Task directions ::
Every line of the data that contains the string "pictures" must be copied.
Material shown Block Start
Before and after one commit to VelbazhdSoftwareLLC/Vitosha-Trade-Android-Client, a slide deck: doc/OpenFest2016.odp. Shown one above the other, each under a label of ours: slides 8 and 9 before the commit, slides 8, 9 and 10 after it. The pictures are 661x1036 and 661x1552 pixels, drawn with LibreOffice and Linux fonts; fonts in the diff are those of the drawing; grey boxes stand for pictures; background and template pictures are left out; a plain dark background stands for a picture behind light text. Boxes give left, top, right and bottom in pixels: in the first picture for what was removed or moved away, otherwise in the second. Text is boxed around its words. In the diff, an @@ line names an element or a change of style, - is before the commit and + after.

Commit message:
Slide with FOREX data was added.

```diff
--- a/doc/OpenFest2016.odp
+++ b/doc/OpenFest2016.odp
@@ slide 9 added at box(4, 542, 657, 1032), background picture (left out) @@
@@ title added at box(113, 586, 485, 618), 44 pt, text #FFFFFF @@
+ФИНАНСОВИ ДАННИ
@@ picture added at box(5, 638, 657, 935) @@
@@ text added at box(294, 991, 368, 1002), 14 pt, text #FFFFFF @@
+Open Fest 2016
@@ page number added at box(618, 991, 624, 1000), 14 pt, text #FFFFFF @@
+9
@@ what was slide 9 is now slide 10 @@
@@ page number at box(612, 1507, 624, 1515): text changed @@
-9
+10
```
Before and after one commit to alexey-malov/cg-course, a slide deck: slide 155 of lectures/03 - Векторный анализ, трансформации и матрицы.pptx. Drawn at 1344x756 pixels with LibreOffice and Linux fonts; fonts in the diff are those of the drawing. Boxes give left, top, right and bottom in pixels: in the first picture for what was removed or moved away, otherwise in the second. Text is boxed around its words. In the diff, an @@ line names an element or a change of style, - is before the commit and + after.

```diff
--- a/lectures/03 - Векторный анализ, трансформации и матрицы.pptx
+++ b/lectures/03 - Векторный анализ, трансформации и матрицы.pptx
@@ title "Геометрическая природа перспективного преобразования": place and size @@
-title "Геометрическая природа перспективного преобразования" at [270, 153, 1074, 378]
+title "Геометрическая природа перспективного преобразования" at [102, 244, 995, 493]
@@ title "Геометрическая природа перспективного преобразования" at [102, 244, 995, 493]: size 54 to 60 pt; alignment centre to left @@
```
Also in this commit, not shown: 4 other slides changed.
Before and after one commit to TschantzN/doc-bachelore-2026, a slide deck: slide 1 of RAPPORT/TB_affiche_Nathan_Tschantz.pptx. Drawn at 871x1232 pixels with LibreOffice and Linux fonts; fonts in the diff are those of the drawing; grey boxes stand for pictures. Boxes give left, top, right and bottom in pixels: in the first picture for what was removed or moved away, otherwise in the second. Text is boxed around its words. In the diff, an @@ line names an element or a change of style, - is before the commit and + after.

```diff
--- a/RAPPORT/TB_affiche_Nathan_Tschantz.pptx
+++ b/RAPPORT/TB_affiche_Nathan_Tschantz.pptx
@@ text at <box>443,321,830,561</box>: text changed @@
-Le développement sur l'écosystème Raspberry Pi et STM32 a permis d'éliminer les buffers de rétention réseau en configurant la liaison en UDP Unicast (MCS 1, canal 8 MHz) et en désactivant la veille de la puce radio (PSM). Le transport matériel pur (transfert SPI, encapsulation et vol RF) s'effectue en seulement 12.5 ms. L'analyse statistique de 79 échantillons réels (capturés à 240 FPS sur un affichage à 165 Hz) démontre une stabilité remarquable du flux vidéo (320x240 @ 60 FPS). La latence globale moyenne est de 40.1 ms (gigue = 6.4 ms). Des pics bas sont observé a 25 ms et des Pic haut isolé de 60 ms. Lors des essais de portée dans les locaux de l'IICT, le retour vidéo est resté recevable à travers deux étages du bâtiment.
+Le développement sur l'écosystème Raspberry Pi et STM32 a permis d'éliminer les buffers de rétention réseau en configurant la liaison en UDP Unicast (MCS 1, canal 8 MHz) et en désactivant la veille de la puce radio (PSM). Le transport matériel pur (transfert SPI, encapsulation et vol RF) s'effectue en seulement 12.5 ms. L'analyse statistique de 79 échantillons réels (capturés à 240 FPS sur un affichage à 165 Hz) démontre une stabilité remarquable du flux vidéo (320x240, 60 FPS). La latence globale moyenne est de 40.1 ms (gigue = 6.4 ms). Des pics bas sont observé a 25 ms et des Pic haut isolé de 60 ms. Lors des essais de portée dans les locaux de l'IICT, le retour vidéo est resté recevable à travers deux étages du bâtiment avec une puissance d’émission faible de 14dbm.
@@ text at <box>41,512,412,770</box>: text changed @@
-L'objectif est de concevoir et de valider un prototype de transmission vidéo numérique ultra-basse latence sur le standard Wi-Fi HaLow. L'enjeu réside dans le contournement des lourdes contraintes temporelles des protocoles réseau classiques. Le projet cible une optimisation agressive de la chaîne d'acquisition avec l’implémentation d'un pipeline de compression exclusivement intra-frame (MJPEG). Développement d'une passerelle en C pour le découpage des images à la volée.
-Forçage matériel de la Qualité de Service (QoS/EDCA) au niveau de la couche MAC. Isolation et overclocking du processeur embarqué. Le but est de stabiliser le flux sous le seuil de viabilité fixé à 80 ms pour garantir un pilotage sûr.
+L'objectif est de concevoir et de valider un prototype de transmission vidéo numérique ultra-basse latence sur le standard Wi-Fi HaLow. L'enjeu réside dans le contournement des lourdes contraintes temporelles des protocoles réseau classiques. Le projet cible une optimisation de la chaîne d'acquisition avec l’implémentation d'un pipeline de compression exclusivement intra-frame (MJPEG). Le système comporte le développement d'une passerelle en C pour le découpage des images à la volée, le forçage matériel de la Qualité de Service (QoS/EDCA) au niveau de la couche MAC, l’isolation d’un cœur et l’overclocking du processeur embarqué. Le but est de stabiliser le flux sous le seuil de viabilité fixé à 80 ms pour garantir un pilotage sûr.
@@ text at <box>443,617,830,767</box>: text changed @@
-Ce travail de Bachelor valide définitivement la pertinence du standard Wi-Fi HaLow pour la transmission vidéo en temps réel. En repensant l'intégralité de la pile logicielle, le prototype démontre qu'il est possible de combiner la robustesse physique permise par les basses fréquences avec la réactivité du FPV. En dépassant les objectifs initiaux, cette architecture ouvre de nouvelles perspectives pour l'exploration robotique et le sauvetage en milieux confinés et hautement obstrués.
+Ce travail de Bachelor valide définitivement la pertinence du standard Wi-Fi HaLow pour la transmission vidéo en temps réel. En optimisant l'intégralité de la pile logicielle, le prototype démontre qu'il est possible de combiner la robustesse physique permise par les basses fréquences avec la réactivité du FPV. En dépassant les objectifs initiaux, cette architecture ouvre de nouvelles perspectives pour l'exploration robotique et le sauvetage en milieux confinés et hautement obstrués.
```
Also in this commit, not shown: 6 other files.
Material shown Block End
Output for this task ::
Before and after one commit to VelbazhdSoftwareLLC/Vitosha-Trade-Android-Client, a slide deck: doc/OpenFest2016.odp. Shown one above the other, each under a label of ours: slides 8 and 9 before the commit, slides 8, 9 and 10 after it. The pictures are 661x1036 and 661x1552 pixels, drawn with LibreOffice and Linux fonts; fonts in the diff are those of the drawing; grey boxes stand for pictures; background and template pictures are left out; a plain dark background stands for a picture behind light text. Boxes give left, top, right and bottom in pixels: in the first picture for what was removed or moved away, otherwise in the second. Text is boxed around its words. In the diff, an @@ line names an element or a change of style, - is before the commit and + after.
Before and after one commit to TschantzN/doc-bachelore-2026, a slide deck: slide 1 of RAPPORT/TB_affiche_Nathan_Tschantz.pptx. Drawn at 871x1232 pixels with LibreOffice and Linux fonts; fonts in the diff are those of the drawing; grey boxes stand for pictures. Boxes give left, top, right and bottom in pixels: in the first picture for what was removed or moved away, otherwise in the second. Text is boxed around its words. In the diff, an @@ line names an element or a change of style, - is before the commit and + after.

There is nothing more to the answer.